Thursday, July 1, 2010

Data Warehouse in Agricultural

A Data warehouse is a repository of integrated information, available for queries and analysis. Data and information are extracted from heterogeneous sources as they are generated. This makes it much easier and more efficient to run queries over data that originally came from different sources. In other words Data warehouse is a database that is used to hold data for reporting and analysis.

Economic foundation and productivity growth depends on agricultural sectors. Agriculture is the driving force behind the way of live and source of earnings for the majority of peoples. More than 60 percents of population are living in rural areas and the majority are farmers. The rural communities as a main producer for country food productivity and food security earn only 11 percents of Gross Domestic Product (GDP). The arrival of information age guides this country to new development strategies.

National Electronics and Computer technology Center (NECTEC) in collaboration with the Ministry of Agriculture, has launched "Agriculture Information Network" as a response to the unmet information requirements of the agricultural sector. Farmers should gain benefit from the contents provided which include risk assessment, agriculture warning system and agricultural knowledge base, which aim to improve technology, productivity, income and stability of India agriculture sector through the age of Information Technology. The data warehouse consists of common databases and geo-spatial databases from various departments and organizations in the country and abroad. Farmers can get access to the contents through Internet by themselves or from groups of professional people called "Information Brokers".

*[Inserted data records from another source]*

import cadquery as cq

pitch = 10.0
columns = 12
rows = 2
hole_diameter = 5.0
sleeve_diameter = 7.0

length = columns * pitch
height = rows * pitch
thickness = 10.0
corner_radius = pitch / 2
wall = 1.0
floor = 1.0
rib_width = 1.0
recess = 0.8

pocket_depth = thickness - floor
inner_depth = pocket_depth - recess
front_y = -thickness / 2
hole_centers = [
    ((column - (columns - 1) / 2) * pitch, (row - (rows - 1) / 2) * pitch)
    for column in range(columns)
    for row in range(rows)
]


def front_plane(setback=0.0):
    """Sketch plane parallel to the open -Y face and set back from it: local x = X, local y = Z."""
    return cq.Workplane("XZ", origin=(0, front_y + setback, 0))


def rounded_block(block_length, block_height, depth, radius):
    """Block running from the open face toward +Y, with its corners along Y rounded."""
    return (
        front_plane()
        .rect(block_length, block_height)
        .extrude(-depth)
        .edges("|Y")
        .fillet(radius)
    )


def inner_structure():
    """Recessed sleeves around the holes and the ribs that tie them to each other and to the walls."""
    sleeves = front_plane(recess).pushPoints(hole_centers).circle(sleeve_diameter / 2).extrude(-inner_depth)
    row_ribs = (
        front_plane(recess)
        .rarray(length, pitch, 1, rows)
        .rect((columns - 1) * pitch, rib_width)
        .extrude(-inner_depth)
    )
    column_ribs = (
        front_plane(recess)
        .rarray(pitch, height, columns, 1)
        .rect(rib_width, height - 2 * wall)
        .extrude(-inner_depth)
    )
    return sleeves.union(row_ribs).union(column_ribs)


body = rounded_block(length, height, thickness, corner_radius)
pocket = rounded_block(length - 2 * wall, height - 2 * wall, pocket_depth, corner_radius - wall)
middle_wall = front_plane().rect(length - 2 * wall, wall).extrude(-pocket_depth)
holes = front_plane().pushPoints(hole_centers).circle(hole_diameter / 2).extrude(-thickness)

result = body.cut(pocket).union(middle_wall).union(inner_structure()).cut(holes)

Keywords: Data Warehouse, Agriculture, IT





1. Introduction

A Data warehouse [1] is a repository of integrated information, available for queries and analysis. Data and information are extracted from heterogeneous sources as they are generated. This makes it much easier and more efficient to run queries over data that originally came from different sources. In other words Data warehouse is a database that is used to hold data for reporting and analysis.



Goals of Data Warehousing

* To facilitate reporting as well as analysis
* Maintain an organizations historical information
* Be an adaptive and resilient source of information
* Be the foundation for decision making



Data Warehouse Architecture

Data warehouse Architecture comprises of

* Operational source systems
* A data staging area
* One or more conformed data marts
* A data warehouse database



Operational Source Systems

Operational source systems [1] are developed to capture and process original business transactions. These systems are designed for data entry, not for reporting, but it is from here the data in data warehouse gets populated.



Data Staging Area

Data staging area is where the raw operational data is extracted, cleaned, transformed and combined so that it can be reported on and queried by users. This area lies between the operational source systems and the user database and is typically not accessible to users.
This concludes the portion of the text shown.